▸ **DESCRIPTION OF THE TASK**:
Reproduce each entry exactly as it reads. Leave the images out.

Stored dataset items
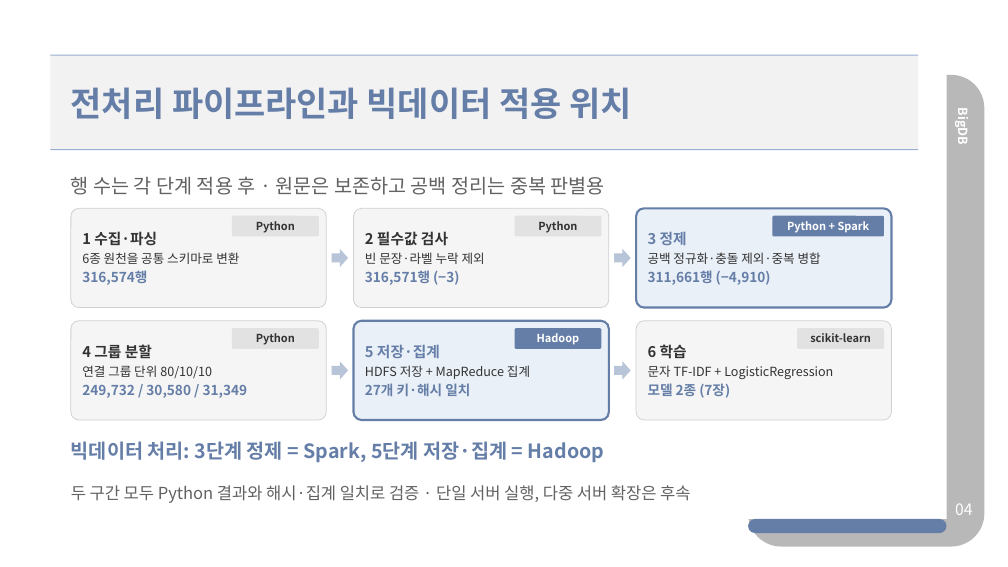
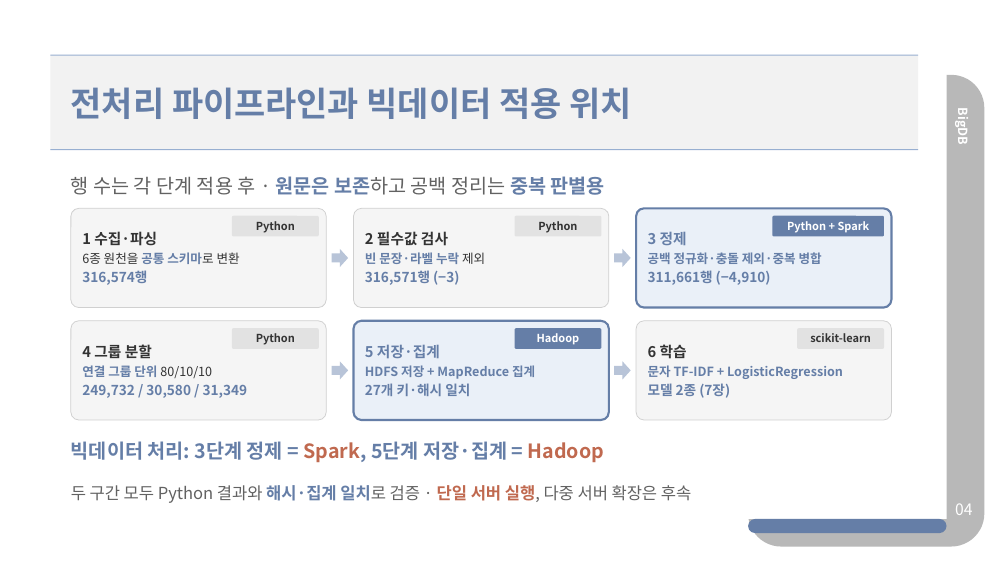
Before and after one commit to sangdelia/3-2-BigDB-Proj., a slide deck: slide 4 of ppts/BigDB 중간발표 - 혐오체인 (조규상,서재철,윤건호).pptx. Drawn at 1008x567 pixels with LibreOffice and Linux fonts; fonts in the diff are those of the drawing. Boxes give left, top, right and bottom in pixels: in the first picture for what was removed or moved away, otherwise in the second. Text is boxed around its words. In the diff, an @@ line names an element or a change of style, - is before the commit and + after.

```diff
--- a/ppts/BigDB 중간발표 - 혐오체인 (조규상,서재철,윤건호).pptx
+++ b/ppts/BigDB 중간발표 - 혐오체인 (조규상,서재철,윤건호).pptx
@@ text "행 수는 각 단계 적용 ..." at [71,176,605,195]: text colour #626262 to #657EA7, bold on in "원문은 보존하고 중복 판별용" @@
@@ text in rounded rectangle at [82,252,240,264]: text colour #333333 to #657EA7, bold on in "공통 스키마로" @@
@@ text in rounded rectangle at [365,252,485,264]: text colour #333333 to #657EA7, bold on in "빈 문장·라벨 누락" @@
@@ text in rounded rectangle at [648,252,822,264]: text colour #333333 to #657EA7, bold on in "공백 정규화·충돌 제외·중복 병합" @@
@@ text in rounded rectangle at [82,365,212,378]: text colour #333333 to #657EA7, bold on in "연결 그룹 단위" @@
@@ text in rounded rectangle at [365,365,535,379]: text colour #333333 to #657EA7, bold on in "HDFS 저장 + MapReduce 집계" @@
@@ text in rounded rectangle at [648,365,843,379]: text colour #333333 to #657EA7, bold on in "문자 TF-IDF + LogisticRegression" @@
@@ text "빅데이터 처리: 3단계 정제 = ..." at [71,441,604,462]: text colour #657EA7 to #C0694F in "Spark, Hadoop" @@
@@ text "두 구간 모두 Python 결과와 ..." at [71,485,691,503]: text colour #626262 to #657EA7 in "해시·집계 일치로"; text colour #626262 to #C0694F in "단일 서버 실행,"; bold on in "해시·집계 일치로 단일 서버 실행," @@
```
Also in this commit, not shown: 10 other slides changed, 21 other files.

▸ **OUTPUT FOR THIS EXERCISE**:
Before and after one commit to sangdelia/3-2-BigDB-Proj., a slide deck: slide 4 of ppts/BigDB 중간발표 - 혐오체인 (조규상,서재철,윤건호).pptx. Drawn at 1008x567 pixels with LibreOffice and Linux fonts; fonts in the diff are those of the drawing. Boxes give left, top, right and bottom in pixels: in the first picture for what was removed or moved away, otherwise in the second. Text is boxed around its words. In the diff, an @@ line names an element or a change of style, - is before the commit and + after.

```diff
--- a/ppts/BigDB 중간발표 - 혐오체인 (조규상,서재철,윤건호).pptx
+++ b/ppts/BigDB 중간발표 - 혐오체인 (조규상,서재철,윤건호).pptx
@@ text "행 수는 각 단계 적용 ..." at [71,176,605,195]: text colour #626262 to #657EA7, bold on in "원문은 보존하고 중복 판별용" @@
@@ text in rounded rectangle at [82,252,240,264]: text colour #333333 to #657EA7, bold on in "공통 스키마로" @@
@@ text in rounded rectangle at [365,252,485,264]: text colour #333333 to #657EA7, bold on in "빈 문장·라벨 누락" @@
@@ text in rounded rectangle at [648,252,822,264]: text colour #333333 to #657EA7, bold on in "공백 정규화·충돌 제외·중복 병합" @@
@@ text in rounded rectangle at [82,365,212,378]: text colour #333333 to #657EA7, bold on in "연결 그룹 단위" @@
@@ text in rounded rectangle at [365,365,535,379]: text colour #333333 to #657EA7, bold on in "HDFS 저장 + MapReduce 집계" @@
@@ text in rounded rectangle at [648,365,843,379]: text colour #333333 to #657EA7, bold on in "문자 TF-IDF + LogisticRegression" @@
@@ text "빅데이터 처리: 3단계 정제 = ..." at [71,441,604,462]: text colour #657EA7 to #C0694F in "Spark, Hadoop" @@
@@ text "두 구간 모두 Python 결과와 ..." at [71,485,691,503]: text colour #626262 to #657EA7 in "해시·집계 일치로"; text colour #626262 to #C0694F in "단일 서버 실행,"; bold on in "해시·집계 일치로 단일 서버 실행," @@
```
Also in this commit, not shown: 10 other slides changed, 21 other files.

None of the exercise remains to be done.